# Separate overload relay



## CFL (Jan 28, 2009)

Are you looking for a motor starter in it's own enclosure? If so, just order it as you want it. If you are trying to mount this in a control cabinet on din rail, you can buy an IEC starter, or contactor with separate motor circuit protector.


----------



## swimmer (Mar 19, 2011)

I'm mounting in a cabinet. Can you show me a link to a separate motor circuit protector that does not require that it be used with a particular make / model of contactor or motor starter? My contactor is a 3-pole Seimens rated for 50A with a 240VAC coil. Approx 2" cube.

Thanks


----------



## ohiosparky99 (Nov 12, 2009)

www.automationdirect.com you should be able to find all your components there, even seperate overloads, pushbuttons, lights, that got almost everything where it comes to motor control


----------



## alpha3236 (May 30, 2010)

Motor Saver makes a good programmable unit.


----------



## swimmer (Mar 19, 2011)

Automation Direct is where I saw all the "...must be used with XYZ contactor..."


----------



## John Valdes (May 17, 2007)

Overload relays can be purchased as stand alone products or as integrated relays for contactor mounting. Most integrated relays have adapters that allow them to be used as stand alone OL relays. Here is a picture of a stand alone OL relay.


----------



## JRaef (Mar 23, 2009)

All IEC style Over Load Relays that I am aware of will have an accessory available that allows you to mount and wire the relay separately.
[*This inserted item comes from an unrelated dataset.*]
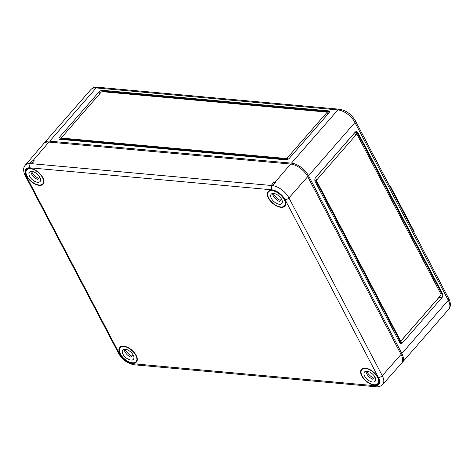 <?xml version="1.0" encoding="UTF-8"?>
<svg xmlns="http://www.w3.org/2000/svg" width="474" height="474" viewBox="0 0 474 474"><rect width="100%" height="100%" fill="white"/><g stroke="black" fill="none" stroke-linecap="round" stroke-linejoin="round"><path stroke-width="0.71" d="M314.973 181.038L316.176 179.664L316.905 179.729L356.27 134.61A1.007 0.693 -84.8 0 1 356.768 134.379A1.007 0.693 -84.8 0 1 357.242 134.74L440.838 293.975A1.007 0.693 -84.8 0 1 440.684 295.391L401.318 340.516A1.007 0.693 -84.8 0 1 400.82 340.747A1.007 0.693 -84.8 0 1 400.352 340.385L316.751 181.151A1.007 0.693 -84.8 0 1 316.905 179.729M400.364 340.705L399.333 341.878M400.82 340.747L400.092 340.676A1.007 0.693 -84.8 0 1 399.618 340.32L316.016 181.08A1.007 0.693 -84.8 0 1 316.176 179.664M356.768 134.379L356.033 134.314A1.007 0.693 -84.8 0 0 355.541 134.545L357.224 132.607L441.638 293.388L440.927 294.206M354.996 132.353A3.028 2.074 -84.8 0 1 355.026 132.412L357.959 132.679L442.372 293.459A3.028 2.074 -84.8 0 1 441.898 297.708L402.539 342.832A3.028 2.074 -84.8 0 1 401.045 343.526A3.028 2.074 -84.8 0 1 399.629 342.447L315.222 181.666A3.028 2.074 -84.8 0 1 315.69 177.412L355.056 132.293A3.028 2.074 -84.8 0 1 356.543 131.594A3.028 2.074 -84.8 0 1 357.959 132.679M355.026 132.412L315.352 177.892M439.309 296.967A3.028 2.074 -84.8 0 1 438.971 297.447L399.659 342.501M61.549 137.922A1.007 0.504 -27.7 0 0 61.881 138.1L286.018 158.482A1.007 0.504 -27.7 0 0 287.309 157.901L326.675 112.782A1.007 0.504 -27.7 0 0 326.835 112.243A1.007 0.504 -27.7 0 0 326.503 112.071L102.366 91.689A1.007 0.504 -27.7 0 0 101.075 92.27L61.709 137.389A1.007 0.504 -27.7 0 0 61.549 137.922L61.958 138.698A1.007 0.504 -27.7 0 0 62.284 138.87L286.42 159.252A1.007 0.504 -27.7 0 0 287.718 158.677L286.811 159.714M61.022 139.415L61.839 138.479M102.639 91.713L103.166 91.109L102.763 90.333A3.028 1.517 -27.7 0 0 98.876 92.069L59.511 137.187A3.028 1.517 -27.7 0 0 59.031 138.793A3.028 1.517 -27.7 0 0 60.02 139.32L285.626 159.839A3.028 1.517 -27.7 0 0 289.507 158.103L328.873 112.978A3.028 1.517 -27.7 0 0 329.353 111.372A3.028 1.517 -27.7 0 0 328.364 110.845L102.763 90.333M329.223 112.492L328.766 111.621L327.084 113.553A1.007 0.504 -27.7 0 0 327.244 113.019L326.835 112.243M328.364 110.845L328.766 111.621L103.166 91.109M44.041 143.296A15.132 8.017 -138.9 0 1 44.402 142.816A15.132 8.017 -138.9 0 1 49.717 141.169L291.433 163.145L337.879 109.903A3.028 2.074 -84.8 0 1 339.372 109.21L97.656 87.228A3.028 2.074 -84.8 0 0 96.169 87.927L337.879 109.903A15.132 8.017 -138.9 0 1 354.955 122.499L448.297 300.285L401.845 353.527L308.509 175.741A15.132 8.017 -138.9 0 0 291.433 163.145M413.737 231.934L414.134 231.478L389.782 185.103L389.118 185.038M389.385 185.553L389.782 185.103M401.834 362.9A15.132 8.017 -138.9 0 0 402.26 362.474A15.132 8.017 -138.9 0 0 401.845 353.527M242.795 100.429L198.725 96.418M33.393 160.176L30.229 162.701L30.934 163.044C32.99 162.748 34.051 161.924 34.122 160.567L33.393 160.176L48.929 142.07A15.132 8.017 -138.9 0 0 43.584 143.752L25.235 165.23C23.463 167.209 23.179 170.048 24.381 173.739L25.199 175.564A3.028 1.517 -27.7 0 0 26.194 176.091L119.531 353.877A11.814 6.263 41.1 0 0 132.862 363.712L374.579 385.688A11.814 6.263 41.1 0 0 378.406 377.417A3.028 1.517 -27.7 0 0 382.275 375.698L401.057 354.428A15.132 8.017 41.1 0 1 401.442 363.41L382.654 384.509C380.752 386.34 378.53 387.098 375.995 386.772A3.028 2.074 -84.8 0 1 374.579 385.688M123.649 346.156A11.098 5.878 -138.9 0 0 119.803 347.306A11.098 5.878 -138.9 0 0 124.247 359.091A11.098 5.878 -138.9 0 0 136.524 361.887A11.098 5.878 -138.9 0 0 134.338 352.656A11.098 5.878 -138.9 0 0 123.649 346.156M365.365 368.132A11.098 5.878 -138.9 0 0 361.52 369.282A11.098 5.878 -138.9 0 0 365.964 381.066A11.098 5.878 -138.9 0 0 378.24 383.869A11.098 5.878 -138.9 0 0 376.054 374.632A11.098 5.878 -138.9 0 0 365.365 368.132M272.023 190.347A11.098 5.878 -138.9 0 0 268.183 191.496A11.098 5.878 -138.9 0 0 272.621 203.281A11.098 5.878 -138.9 0 0 284.904 206.083A11.098 5.878 -138.9 0 0 282.711 196.846A11.098 5.878 -138.9 0 0 272.023 190.347M48.929 142.07L290.645 164.051A15.132 8.017 -138.9 0 1 307.721 176.642L401.057 354.428M30.306 168.371A11.098 5.878 -138.9 0 0 26.467 169.514A11.098 5.878 -138.9 0 0 30.905 181.299A11.098 5.878 -138.9 0 0 43.187 184.102A11.098 5.878 -138.9 0 0 40.995 174.87A11.098 5.878 -138.9 0 0 30.306 168.371M26.194 176.091A11.814 6.263 -138.9 0 1 30.016 167.82L271.732 189.796A11.814 6.263 -138.9 0 1 285.064 199.631A3.028 1.517 -27.7 0 0 288.939 197.913A14.842 7.862 -138.9 0 0 272.189 185.559L272.651 185.02L271.922 184.635C271.993 183.278 273.054 182.454 275.11 182.158L290.645 164.051M272.651 185.02L275.862 182.597L275.11 182.158M123.85 346.541A10.594 5.611 41.1 0 1 134.101 352.798A10.594 5.611 41.1 0 1 136.091 361.621A10.594 5.611 41.1 0 1 124.425 358.889A10.594 5.611 41.1 0 1 120.129 347.697A10.594 5.611 41.1 0 1 123.85 346.541M124.786 349.225A10.594 5.611 -138.9 0 0 131.837 356.223M133.064 354.807L130.96 357.224A7.063 3.745 41.1 0 1 124.277 349.267M125.272 349.249A7.063 3.745 41.1 0 1 132.104 353.42A7.063 3.745 41.1 0 1 133.431 359.298A7.063 3.745 41.1 0 1 125.651 357.479A7.063 3.745 41.1 0 1 122.79 350.013A7.063 3.745 41.1 0 1 125.272 349.249M30.508 168.756A10.594 5.611 41.1 0 1 40.758 175.013A10.594 5.611 41.1 0 1 42.755 183.835A10.594 5.611 41.1 0 1 31.083 181.098A10.594 5.611 41.1 0 1 26.793 169.911A10.594 5.611 41.1 0 1 30.508 168.756M31.444 171.44A10.594 5.611 -138.9 0 0 38.495 178.431M39.727 177.021L37.618 179.439A7.063 3.745 41.1 0 1 30.934 171.481M31.93 171.458A7.063 3.745 41.1 0 1 38.761 175.635A7.063 3.745 41.1 0 1 40.094 181.512A7.063 3.745 41.1 0 1 32.315 179.693A7.063 3.745 41.1 0 1 29.453 172.228A7.063 3.745 41.1 0 1 31.93 171.458M365.567 368.517A10.594 5.611 41.1 0 1 375.817 374.78A10.594 5.611 41.1 0 1 377.808 383.596A10.594 5.611 41.1 0 1 366.135 380.865A10.594 5.611 41.1 0 1 361.846 369.673A10.594 5.611 41.1 0 1 365.567 368.517M366.503 371.207A10.594 5.611 -138.9 0 0 373.548 378.199M374.78 376.789L372.677 379.206A7.063 3.745 41.1 0 1 365.993 371.249M366.989 371.225A7.063 3.745 41.1 0 1 373.82 375.396A7.063 3.745 41.1 0 1 375.147 381.28A7.063 3.745 41.1 0 1 367.368 379.455A7.063 3.745 41.1 0 1 364.506 371.995A7.063 3.745 41.1 0 1 366.989 371.225M272.224 190.732A10.594 5.611 41.1 0 1 282.474 196.994A10.594 5.611 41.1 0 1 284.471 205.811A10.594 5.611 41.1 0 1 272.799 203.079A10.594 5.611 41.1 0 1 268.509 191.887A10.594 5.611 41.1 0 1 272.224 190.732M273.16 193.422A10.594 5.611 -138.9 0 0 280.211 200.413M281.443 199.003L279.334 201.414A7.063 3.745 41.1 0 1 272.651 193.457M273.646 193.439A7.063 3.745 41.1 0 1 280.478 197.611A7.063 3.745 41.1 0 1 281.811 203.494A7.063 3.745 41.1 0 1 274.025 201.669A7.063 3.745 41.1 0 1 271.169 194.21A7.063 3.745 41.1 0 1 273.646 193.439M399.618 340.32L400.352 340.385M355.541 134.545L356.27 134.61M316.016 181.08L316.751 181.151M438.971 297.447L441.898 297.708M399.701 342.572L402.539 342.832M441.638 293.388L442.372 293.459M62.284 138.87L61.881 138.1M327.084 113.553L326.675 112.782M287.718 158.677L287.309 157.901M286.42 159.252L286.018 158.482M60.66 139.38L59.511 137.187M99.765 93.763L98.876 92.069M49.717 141.169L96.169 87.927A15.132 8.017 -138.9 0 0 90.854 89.574C92.827 87.66 95.096 86.878 97.656 87.228M308.509 175.741L354.955 122.499A3.028 1.517 -27.7 0 0 355.441 120.894L448.777 298.679A3.028 1.517 -27.7 0 1 448.297 300.285A15.132 8.017 41.1 0 1 448.712 309.232C450.531 307.241 450.839 304.361 449.636 300.605L448.777 298.679M30.016 167.82A3.028 2.074 -84.8 0 1 30.472 163.583A14.842 7.862 -138.9 0 0 25.235 165.23M271.732 189.796A3.028 2.074 -84.8 0 1 272.189 185.559L30.472 163.583L30.934 163.044M307.721 176.642L288.939 197.913L382.275 375.698A14.842 7.862 41.1 0 1 382.654 384.509M285.064 199.631L378.406 377.417M375.995 386.772L134.278 364.79A3.028 2.074 -84.8 0 1 132.862 363.712M134.278 364.79C127.63 363.611 122.387 359.802 118.541 353.349A3.028 1.517 -27.7 0 0 119.531 353.877M44.402 142.816L90.854 89.574M448.712 309.232L402.26 362.474M339.372 109.21C346.156 110.412 351.507 114.305 355.441 120.894M118.541 353.349L25.199 175.564M121.285 346.376L120.129 347.697M137.247 360.299L136.091 361.621M27.942 168.59L26.793 169.911M43.904 182.514L42.755 183.835M363.001 368.351L361.846 369.673M378.963 382.281L377.808 383.596M269.659 190.566L268.509 191.887M285.621 204.49L284.471 205.811"/></g></svg>

It's usually listed in the back portion of whatever catalog section is devoted to OLRs. 

In this photo, the lighter unit is the OLR, the dark gray part is the base mounting accessory.









Many NEMA style OLRs do not offer that option, they were only made to mount directly to the contactors. That was because some people thought there really was no other legitimate use for them, so those mfrs didn't bother designing a stand-alone base.


----------